▶ **Task goal**: Answer with a number only, giving how many lines in the data below include "signal".

▶ **Material for the task**:
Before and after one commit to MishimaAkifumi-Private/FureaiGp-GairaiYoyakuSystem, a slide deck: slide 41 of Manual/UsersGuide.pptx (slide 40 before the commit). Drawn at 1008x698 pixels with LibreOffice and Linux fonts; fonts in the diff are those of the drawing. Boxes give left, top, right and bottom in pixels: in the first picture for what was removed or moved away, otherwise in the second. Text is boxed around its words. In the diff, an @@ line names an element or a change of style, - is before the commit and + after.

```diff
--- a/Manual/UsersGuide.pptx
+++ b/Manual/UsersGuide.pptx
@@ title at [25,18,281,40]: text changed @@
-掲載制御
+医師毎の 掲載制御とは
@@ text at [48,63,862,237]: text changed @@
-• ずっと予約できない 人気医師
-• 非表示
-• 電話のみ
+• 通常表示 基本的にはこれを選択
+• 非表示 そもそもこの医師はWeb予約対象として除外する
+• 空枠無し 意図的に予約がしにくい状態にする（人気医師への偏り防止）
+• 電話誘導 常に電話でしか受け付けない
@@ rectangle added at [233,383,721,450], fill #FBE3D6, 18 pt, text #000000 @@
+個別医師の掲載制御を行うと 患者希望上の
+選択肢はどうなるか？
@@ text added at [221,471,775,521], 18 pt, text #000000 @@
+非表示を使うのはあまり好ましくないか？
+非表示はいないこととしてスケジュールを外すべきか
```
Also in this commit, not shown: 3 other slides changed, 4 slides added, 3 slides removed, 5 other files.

...

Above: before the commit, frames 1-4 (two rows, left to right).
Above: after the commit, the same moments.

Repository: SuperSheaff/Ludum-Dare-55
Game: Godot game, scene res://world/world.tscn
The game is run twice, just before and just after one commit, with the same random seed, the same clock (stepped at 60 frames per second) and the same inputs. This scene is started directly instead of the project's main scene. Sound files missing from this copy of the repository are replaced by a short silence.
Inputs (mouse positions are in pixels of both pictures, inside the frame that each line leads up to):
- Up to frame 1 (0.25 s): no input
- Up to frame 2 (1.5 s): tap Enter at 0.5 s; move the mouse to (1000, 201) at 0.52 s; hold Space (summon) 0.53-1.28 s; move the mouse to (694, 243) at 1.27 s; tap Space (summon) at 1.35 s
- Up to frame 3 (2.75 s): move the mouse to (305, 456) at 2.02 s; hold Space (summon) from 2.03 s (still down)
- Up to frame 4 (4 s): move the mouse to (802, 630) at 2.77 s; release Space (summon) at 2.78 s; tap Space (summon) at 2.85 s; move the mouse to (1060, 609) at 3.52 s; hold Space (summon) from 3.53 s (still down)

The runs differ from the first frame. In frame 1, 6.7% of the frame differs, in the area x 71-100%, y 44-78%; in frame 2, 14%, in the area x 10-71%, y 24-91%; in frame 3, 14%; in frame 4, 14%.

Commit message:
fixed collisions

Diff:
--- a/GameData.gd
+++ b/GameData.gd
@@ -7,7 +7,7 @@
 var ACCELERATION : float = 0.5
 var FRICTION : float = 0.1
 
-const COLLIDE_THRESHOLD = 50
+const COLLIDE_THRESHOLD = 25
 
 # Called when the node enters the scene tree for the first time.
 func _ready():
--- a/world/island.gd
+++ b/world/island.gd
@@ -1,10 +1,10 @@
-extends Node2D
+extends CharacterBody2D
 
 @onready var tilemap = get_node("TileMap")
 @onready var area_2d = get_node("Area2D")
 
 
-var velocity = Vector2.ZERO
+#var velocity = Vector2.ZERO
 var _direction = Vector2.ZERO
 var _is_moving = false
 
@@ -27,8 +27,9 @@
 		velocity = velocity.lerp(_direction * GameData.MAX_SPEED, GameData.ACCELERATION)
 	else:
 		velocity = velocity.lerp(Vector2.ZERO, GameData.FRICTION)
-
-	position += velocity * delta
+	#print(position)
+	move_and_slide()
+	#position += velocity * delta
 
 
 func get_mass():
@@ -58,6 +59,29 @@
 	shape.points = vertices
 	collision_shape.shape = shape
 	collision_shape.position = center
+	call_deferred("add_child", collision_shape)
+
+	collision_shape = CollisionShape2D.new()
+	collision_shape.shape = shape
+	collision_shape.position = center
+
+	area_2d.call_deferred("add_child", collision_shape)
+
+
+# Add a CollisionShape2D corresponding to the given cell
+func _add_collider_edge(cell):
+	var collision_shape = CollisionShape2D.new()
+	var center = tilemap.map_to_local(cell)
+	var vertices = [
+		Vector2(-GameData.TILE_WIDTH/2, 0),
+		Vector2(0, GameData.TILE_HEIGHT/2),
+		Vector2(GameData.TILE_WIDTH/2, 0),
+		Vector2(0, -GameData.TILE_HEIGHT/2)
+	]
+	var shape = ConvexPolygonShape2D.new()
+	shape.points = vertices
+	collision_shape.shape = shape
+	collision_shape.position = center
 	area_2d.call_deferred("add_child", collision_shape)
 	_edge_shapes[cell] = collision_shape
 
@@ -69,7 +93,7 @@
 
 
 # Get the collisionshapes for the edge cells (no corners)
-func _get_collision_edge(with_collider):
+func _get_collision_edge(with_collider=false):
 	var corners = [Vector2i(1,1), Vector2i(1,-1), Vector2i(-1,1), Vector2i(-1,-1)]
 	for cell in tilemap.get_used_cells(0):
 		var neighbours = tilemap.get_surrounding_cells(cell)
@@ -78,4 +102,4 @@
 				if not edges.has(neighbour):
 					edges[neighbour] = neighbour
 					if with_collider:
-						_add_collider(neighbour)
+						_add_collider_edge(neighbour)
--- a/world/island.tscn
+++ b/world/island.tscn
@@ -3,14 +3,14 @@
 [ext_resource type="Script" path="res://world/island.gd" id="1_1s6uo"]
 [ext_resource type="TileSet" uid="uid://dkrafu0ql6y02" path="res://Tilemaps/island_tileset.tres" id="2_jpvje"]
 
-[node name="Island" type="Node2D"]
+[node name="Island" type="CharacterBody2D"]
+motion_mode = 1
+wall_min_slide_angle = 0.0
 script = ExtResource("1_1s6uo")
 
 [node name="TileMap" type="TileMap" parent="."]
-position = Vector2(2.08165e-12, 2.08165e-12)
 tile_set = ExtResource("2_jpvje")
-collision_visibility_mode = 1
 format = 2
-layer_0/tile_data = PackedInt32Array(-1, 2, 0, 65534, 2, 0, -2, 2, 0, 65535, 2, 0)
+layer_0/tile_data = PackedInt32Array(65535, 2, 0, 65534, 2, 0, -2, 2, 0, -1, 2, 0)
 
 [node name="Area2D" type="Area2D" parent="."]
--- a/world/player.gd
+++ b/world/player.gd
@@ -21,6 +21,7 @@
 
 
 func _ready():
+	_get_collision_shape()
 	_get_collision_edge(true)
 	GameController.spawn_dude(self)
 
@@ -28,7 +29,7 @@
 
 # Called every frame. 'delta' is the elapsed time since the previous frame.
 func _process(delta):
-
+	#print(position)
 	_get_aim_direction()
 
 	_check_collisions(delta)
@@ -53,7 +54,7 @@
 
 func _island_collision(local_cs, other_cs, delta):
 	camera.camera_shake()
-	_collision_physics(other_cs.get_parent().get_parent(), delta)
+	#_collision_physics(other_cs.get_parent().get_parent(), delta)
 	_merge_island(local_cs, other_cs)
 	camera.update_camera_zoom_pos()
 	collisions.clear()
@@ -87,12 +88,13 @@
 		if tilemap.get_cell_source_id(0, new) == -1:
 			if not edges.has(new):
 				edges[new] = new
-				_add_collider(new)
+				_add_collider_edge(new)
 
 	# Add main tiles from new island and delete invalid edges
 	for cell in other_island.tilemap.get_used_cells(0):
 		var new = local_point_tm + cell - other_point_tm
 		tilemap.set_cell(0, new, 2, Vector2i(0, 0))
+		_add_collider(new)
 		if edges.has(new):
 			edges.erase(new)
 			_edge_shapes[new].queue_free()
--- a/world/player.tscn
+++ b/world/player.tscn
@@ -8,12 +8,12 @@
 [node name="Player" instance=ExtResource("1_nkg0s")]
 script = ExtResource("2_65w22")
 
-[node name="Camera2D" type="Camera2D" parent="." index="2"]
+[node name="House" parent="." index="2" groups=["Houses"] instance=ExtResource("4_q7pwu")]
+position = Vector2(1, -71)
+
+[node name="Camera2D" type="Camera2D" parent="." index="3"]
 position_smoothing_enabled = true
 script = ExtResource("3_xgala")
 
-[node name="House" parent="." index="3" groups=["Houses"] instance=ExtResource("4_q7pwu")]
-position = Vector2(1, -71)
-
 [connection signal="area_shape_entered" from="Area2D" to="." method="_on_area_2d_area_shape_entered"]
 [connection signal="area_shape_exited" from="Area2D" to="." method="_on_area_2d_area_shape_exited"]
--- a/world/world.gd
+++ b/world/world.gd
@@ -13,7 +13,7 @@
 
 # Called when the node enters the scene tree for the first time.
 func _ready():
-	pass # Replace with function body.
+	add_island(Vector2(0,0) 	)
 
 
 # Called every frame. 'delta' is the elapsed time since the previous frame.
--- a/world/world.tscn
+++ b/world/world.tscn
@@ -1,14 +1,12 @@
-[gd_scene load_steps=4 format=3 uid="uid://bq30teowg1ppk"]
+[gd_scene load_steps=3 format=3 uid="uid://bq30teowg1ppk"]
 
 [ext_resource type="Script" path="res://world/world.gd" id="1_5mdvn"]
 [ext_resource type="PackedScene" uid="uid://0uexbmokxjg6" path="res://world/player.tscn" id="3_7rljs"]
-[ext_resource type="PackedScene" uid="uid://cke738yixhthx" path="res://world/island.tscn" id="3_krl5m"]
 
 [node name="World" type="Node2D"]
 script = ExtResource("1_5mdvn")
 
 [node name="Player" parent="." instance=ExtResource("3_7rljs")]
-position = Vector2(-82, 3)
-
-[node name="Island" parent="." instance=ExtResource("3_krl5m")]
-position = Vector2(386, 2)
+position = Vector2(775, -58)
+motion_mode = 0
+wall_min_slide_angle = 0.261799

--

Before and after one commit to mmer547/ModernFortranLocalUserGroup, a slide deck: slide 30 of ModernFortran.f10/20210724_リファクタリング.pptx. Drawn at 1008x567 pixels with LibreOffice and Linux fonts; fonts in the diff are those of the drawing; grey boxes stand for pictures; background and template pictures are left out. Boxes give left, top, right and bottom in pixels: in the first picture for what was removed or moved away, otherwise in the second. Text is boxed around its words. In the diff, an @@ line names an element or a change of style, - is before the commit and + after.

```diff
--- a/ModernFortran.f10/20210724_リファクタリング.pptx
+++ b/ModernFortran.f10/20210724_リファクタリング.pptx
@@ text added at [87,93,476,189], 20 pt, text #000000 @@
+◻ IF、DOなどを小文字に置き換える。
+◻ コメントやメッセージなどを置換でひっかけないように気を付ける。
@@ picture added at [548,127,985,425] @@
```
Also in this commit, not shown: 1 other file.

▶ **Solution to the problem**: 2